Usually, by this time, a woman's head would have come round the back door with the offer of a mug of tea and a shouted command to the dogs to surcease. Horace suspected that his usual welcome at the animal rescue place owed more to the fish he brought with him than to himself, but he did not very much care. A mug of tea was, after all, a mug of tea. And, anyway, stinking fish would have been a nuisance to him in his cottage, let alone to his neighbours.
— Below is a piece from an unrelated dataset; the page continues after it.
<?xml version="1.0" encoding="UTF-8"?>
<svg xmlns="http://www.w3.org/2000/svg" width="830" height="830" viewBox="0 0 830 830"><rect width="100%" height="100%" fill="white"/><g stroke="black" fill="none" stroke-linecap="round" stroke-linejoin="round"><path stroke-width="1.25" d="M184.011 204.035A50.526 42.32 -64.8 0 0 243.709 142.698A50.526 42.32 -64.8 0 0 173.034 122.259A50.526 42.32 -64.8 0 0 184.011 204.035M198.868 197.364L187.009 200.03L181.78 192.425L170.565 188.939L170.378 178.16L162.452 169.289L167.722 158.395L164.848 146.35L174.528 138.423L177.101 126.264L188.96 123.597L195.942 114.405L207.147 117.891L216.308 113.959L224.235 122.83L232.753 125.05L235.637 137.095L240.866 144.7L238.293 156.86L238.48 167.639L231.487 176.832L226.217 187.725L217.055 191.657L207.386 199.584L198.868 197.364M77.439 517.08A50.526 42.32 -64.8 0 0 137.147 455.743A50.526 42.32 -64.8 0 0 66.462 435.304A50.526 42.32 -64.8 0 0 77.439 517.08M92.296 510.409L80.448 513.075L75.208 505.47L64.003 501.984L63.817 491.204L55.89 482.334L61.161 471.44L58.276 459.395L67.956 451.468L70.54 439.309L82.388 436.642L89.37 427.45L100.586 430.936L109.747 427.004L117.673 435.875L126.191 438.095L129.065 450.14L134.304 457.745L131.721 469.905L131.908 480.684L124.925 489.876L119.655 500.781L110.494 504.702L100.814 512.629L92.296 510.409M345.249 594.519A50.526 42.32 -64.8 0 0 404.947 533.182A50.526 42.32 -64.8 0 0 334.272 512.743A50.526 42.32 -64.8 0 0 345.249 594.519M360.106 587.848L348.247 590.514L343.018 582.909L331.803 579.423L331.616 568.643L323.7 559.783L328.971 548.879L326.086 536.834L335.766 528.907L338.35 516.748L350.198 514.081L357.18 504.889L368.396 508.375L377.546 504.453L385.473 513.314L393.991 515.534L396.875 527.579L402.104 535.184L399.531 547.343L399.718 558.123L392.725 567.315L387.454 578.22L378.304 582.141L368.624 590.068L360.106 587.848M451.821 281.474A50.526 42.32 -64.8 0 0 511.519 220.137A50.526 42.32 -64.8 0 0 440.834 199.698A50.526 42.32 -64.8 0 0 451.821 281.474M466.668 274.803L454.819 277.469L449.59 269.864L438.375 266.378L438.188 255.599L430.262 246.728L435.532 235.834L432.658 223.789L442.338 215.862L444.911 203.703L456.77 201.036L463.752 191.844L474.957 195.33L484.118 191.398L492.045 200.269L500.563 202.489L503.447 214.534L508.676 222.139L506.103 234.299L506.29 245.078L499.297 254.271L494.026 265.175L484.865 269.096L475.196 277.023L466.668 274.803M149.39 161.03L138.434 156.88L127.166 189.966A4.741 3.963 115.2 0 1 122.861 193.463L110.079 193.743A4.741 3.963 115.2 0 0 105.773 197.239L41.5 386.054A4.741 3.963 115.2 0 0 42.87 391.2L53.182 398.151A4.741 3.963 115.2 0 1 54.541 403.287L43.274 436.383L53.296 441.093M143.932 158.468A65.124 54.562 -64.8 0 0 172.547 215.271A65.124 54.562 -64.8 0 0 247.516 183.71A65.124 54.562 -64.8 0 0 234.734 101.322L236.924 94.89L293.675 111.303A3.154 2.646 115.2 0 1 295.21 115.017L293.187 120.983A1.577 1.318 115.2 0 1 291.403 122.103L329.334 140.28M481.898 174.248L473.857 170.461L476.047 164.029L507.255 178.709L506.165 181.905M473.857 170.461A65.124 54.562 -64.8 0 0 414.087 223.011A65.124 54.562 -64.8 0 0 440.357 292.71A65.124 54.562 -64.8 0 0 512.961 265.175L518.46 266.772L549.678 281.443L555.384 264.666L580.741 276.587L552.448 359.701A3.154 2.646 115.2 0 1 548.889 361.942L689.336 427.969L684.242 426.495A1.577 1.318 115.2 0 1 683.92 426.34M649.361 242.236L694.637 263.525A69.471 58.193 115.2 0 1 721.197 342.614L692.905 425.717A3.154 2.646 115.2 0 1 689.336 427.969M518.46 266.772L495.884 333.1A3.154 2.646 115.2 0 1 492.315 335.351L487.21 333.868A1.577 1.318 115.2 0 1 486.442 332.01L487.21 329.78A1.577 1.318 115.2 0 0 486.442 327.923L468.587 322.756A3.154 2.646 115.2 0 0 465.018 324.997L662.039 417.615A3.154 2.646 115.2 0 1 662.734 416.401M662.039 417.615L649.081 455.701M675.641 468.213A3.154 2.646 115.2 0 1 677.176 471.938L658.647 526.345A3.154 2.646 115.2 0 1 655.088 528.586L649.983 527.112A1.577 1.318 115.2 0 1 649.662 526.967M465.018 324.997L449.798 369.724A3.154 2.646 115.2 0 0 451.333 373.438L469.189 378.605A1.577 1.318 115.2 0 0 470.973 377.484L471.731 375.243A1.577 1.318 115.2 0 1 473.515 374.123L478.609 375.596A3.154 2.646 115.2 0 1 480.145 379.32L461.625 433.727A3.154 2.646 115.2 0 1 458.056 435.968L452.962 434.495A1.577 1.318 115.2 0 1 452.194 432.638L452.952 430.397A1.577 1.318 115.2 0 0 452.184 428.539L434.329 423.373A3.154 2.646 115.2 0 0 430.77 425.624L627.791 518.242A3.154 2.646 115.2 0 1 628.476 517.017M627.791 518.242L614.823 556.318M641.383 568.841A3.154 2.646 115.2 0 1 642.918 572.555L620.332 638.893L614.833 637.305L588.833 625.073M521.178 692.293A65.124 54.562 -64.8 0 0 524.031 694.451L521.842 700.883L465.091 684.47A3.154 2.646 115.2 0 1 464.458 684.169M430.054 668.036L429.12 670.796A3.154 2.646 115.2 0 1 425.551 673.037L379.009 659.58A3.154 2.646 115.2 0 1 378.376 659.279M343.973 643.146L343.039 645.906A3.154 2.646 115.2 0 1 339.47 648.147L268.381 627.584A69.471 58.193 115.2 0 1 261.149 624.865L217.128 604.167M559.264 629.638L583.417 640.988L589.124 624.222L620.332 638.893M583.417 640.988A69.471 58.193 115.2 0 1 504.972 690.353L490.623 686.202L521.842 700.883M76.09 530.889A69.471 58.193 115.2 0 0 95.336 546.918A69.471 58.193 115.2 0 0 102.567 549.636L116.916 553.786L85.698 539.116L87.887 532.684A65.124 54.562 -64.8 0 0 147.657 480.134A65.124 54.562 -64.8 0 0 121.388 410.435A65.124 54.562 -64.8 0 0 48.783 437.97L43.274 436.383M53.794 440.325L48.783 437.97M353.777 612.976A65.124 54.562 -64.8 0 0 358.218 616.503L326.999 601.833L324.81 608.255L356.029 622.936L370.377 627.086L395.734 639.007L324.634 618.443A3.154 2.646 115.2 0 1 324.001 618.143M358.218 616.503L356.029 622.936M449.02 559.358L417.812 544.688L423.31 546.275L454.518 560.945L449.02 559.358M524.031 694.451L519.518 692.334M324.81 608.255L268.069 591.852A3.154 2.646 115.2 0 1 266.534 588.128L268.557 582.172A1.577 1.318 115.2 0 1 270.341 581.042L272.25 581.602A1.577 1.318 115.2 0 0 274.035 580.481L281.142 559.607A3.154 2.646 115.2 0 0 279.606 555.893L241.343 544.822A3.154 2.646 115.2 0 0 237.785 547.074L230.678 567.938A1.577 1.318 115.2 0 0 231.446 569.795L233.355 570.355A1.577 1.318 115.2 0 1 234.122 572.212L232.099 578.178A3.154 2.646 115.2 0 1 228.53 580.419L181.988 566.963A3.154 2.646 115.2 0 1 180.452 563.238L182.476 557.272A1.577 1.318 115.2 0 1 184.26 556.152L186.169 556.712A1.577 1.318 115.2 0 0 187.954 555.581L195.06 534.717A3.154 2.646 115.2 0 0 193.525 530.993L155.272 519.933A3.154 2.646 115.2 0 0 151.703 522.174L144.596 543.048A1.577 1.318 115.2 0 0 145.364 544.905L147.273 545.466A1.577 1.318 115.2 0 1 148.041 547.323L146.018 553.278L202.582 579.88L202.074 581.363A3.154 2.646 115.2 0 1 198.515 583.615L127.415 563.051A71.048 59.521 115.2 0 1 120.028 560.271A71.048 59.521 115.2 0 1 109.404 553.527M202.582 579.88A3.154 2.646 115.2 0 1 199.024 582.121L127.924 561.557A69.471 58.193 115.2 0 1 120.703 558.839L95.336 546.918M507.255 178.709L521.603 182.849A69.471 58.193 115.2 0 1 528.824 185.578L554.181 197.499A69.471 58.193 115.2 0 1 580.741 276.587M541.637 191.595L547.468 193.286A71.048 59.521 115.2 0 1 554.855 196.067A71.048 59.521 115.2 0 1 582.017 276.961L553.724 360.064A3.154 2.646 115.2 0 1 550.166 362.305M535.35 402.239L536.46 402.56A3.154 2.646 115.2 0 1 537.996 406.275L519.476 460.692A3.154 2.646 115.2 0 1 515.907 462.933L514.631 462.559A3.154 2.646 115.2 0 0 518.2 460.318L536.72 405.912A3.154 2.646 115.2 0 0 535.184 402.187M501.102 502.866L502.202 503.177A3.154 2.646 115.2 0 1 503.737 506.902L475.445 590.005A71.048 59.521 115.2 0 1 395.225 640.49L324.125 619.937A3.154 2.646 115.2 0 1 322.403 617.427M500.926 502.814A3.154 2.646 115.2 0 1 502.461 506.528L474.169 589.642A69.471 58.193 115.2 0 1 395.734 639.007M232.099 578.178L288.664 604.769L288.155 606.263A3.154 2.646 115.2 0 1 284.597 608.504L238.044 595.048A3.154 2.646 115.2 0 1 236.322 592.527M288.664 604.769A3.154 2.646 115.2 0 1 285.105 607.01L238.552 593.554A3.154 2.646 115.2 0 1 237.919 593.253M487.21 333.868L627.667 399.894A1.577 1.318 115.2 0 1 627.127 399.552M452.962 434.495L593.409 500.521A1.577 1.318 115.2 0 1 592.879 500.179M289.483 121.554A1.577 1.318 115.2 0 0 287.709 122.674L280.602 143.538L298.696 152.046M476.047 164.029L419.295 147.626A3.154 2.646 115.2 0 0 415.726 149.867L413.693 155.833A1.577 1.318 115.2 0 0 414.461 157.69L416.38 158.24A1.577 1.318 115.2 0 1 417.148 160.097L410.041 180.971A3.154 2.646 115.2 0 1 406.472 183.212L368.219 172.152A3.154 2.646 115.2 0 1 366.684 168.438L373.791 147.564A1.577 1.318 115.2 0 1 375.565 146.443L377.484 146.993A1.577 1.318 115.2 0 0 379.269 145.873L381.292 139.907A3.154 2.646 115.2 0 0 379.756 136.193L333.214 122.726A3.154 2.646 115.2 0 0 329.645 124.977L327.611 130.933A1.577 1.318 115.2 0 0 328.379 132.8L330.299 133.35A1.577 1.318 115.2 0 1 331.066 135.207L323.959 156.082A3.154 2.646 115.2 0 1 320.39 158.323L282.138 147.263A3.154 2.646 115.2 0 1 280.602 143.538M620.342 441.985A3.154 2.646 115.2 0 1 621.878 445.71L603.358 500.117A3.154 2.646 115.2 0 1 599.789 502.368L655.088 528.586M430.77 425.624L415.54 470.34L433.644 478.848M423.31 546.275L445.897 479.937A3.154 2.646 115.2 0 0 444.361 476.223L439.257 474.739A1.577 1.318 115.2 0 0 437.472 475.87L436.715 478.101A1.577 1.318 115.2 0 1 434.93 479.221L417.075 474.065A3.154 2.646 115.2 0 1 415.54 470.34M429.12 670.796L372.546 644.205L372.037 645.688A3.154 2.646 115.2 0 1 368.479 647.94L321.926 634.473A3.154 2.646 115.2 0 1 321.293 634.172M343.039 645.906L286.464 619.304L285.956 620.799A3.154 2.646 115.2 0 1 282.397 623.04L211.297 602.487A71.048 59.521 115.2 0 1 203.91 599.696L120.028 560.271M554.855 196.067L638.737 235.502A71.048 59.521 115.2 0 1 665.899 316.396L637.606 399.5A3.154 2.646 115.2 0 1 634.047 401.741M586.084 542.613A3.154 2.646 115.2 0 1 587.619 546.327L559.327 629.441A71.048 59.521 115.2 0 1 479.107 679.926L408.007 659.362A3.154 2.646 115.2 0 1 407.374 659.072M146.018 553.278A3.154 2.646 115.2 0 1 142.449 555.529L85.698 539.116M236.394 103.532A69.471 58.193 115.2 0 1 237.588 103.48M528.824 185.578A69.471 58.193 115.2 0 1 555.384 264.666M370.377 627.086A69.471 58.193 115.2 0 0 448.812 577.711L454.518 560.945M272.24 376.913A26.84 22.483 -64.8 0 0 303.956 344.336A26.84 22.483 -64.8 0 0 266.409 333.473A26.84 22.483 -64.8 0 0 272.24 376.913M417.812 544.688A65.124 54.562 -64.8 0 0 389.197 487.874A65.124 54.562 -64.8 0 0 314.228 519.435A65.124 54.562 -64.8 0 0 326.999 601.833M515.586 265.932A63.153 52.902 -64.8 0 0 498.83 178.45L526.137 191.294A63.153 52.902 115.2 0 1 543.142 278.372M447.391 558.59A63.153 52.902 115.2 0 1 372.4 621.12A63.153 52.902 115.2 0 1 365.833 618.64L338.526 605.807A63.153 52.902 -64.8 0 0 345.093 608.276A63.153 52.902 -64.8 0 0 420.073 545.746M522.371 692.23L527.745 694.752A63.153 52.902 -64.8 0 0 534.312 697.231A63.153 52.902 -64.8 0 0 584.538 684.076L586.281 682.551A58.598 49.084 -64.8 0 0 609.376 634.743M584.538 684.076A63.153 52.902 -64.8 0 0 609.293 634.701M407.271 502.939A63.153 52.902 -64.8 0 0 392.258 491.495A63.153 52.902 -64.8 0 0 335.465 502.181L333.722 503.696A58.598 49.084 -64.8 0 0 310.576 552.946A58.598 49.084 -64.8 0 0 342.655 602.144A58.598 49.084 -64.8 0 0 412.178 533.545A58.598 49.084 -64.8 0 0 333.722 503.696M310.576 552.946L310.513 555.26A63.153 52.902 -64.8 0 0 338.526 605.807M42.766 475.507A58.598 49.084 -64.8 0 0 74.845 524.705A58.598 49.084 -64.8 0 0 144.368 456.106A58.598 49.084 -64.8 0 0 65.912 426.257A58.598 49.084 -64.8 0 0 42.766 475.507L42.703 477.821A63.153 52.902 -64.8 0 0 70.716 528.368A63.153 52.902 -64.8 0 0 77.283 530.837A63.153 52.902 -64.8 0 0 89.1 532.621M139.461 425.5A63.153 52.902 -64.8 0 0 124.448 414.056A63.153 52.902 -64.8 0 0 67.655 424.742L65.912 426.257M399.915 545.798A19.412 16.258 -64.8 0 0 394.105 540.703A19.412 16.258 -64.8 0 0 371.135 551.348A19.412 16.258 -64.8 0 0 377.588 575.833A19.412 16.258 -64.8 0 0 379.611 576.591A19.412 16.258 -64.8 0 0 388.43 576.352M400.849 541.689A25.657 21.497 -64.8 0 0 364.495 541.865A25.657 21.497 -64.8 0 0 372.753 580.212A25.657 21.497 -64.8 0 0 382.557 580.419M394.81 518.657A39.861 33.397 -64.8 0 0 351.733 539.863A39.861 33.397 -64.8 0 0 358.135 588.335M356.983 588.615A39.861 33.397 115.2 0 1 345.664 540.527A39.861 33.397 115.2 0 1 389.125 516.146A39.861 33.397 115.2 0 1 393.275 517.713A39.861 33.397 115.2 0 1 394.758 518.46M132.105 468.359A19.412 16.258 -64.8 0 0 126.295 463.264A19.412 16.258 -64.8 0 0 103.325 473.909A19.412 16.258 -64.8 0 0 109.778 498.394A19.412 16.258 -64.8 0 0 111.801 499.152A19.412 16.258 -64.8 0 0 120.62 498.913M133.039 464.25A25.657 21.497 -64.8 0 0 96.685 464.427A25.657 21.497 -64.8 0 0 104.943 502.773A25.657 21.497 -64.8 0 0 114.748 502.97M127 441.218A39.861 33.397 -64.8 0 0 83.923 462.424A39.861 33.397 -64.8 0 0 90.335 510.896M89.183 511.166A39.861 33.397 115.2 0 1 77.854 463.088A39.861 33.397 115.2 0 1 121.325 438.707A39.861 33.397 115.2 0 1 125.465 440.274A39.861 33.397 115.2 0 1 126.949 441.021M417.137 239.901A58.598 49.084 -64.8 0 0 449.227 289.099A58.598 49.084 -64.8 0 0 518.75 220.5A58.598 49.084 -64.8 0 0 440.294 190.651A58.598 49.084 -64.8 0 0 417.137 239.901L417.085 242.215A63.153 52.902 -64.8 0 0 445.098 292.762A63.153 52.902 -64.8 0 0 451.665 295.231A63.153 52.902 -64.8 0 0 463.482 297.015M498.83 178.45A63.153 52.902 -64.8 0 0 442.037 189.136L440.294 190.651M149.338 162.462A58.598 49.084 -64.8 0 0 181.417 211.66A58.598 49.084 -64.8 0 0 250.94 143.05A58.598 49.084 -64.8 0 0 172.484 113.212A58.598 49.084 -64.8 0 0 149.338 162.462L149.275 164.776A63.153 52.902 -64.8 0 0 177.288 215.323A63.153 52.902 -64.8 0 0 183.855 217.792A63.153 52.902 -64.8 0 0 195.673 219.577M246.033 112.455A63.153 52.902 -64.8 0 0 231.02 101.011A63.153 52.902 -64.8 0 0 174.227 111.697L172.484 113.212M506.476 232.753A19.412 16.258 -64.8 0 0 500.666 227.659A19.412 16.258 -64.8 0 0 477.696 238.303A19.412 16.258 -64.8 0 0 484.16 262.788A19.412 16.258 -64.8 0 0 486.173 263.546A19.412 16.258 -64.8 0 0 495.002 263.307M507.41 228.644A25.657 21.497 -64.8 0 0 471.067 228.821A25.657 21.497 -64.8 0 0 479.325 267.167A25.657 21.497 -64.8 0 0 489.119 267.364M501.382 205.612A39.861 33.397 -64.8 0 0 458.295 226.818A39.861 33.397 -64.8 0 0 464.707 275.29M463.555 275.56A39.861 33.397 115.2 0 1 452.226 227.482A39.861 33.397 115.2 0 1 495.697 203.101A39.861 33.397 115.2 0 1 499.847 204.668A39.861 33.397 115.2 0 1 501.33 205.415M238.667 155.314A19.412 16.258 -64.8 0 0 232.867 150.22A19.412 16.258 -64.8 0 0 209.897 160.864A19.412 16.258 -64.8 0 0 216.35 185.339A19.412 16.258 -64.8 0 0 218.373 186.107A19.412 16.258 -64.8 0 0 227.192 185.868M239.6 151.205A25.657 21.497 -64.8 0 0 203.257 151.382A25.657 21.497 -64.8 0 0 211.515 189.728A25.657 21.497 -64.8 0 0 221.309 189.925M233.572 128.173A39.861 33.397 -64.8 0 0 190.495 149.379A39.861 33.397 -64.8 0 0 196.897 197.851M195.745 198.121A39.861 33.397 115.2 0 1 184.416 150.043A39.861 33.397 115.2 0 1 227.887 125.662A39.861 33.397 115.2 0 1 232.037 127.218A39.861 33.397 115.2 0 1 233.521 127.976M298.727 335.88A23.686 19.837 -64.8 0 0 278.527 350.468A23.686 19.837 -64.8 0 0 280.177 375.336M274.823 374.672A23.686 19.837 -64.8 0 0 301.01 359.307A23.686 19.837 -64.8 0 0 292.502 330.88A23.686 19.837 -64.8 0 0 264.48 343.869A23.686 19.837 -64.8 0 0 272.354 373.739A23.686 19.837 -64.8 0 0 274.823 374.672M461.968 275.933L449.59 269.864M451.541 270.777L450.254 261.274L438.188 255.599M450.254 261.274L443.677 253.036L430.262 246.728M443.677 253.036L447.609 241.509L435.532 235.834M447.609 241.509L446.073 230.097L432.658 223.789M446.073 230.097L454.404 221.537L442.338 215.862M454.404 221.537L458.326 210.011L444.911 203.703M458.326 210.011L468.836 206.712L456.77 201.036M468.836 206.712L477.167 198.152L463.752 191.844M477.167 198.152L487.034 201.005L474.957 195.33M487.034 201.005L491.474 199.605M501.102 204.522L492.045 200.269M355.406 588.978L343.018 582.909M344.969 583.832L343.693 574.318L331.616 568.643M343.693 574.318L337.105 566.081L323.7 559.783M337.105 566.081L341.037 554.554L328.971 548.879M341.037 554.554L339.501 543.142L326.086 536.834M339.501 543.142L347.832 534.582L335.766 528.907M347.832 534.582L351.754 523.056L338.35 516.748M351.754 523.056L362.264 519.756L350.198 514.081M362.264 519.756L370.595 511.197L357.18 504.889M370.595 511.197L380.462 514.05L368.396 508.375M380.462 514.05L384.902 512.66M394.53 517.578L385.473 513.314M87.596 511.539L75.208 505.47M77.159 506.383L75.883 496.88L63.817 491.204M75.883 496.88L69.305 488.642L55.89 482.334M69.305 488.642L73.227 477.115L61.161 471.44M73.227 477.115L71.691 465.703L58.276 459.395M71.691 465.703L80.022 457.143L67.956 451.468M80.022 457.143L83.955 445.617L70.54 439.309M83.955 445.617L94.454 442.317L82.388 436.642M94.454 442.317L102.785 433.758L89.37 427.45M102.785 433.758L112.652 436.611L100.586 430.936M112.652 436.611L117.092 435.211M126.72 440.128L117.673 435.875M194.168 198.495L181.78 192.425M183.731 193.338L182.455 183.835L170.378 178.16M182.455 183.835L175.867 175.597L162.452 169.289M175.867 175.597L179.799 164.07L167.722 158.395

He advanced on the back door, calling out, ‘Anyone at home?' There was still no response but the door was ajar so he let himself in. Unexpectedly, he found the two sisters who ran the sanctuary sitting at the kitchen table doing nothing. This was so uncharacteristic of them in the middle of the day that he looked from one to the other and asked, ‘What's up?'

Alison Kirk, the elder of the two, answered him. ‘We've had a bit of bad news, Horace.'

Boller set his creel down in the kitchen sink and accepted the proffered mug of tea. ‘Your nephew?' he said.

She nodded, brushing a solitary tear from her cheek. ‘Derek, our sister's son.'

‘He died yesterday,' said Jennifer Kirk, harder-hearted and dry-eyed.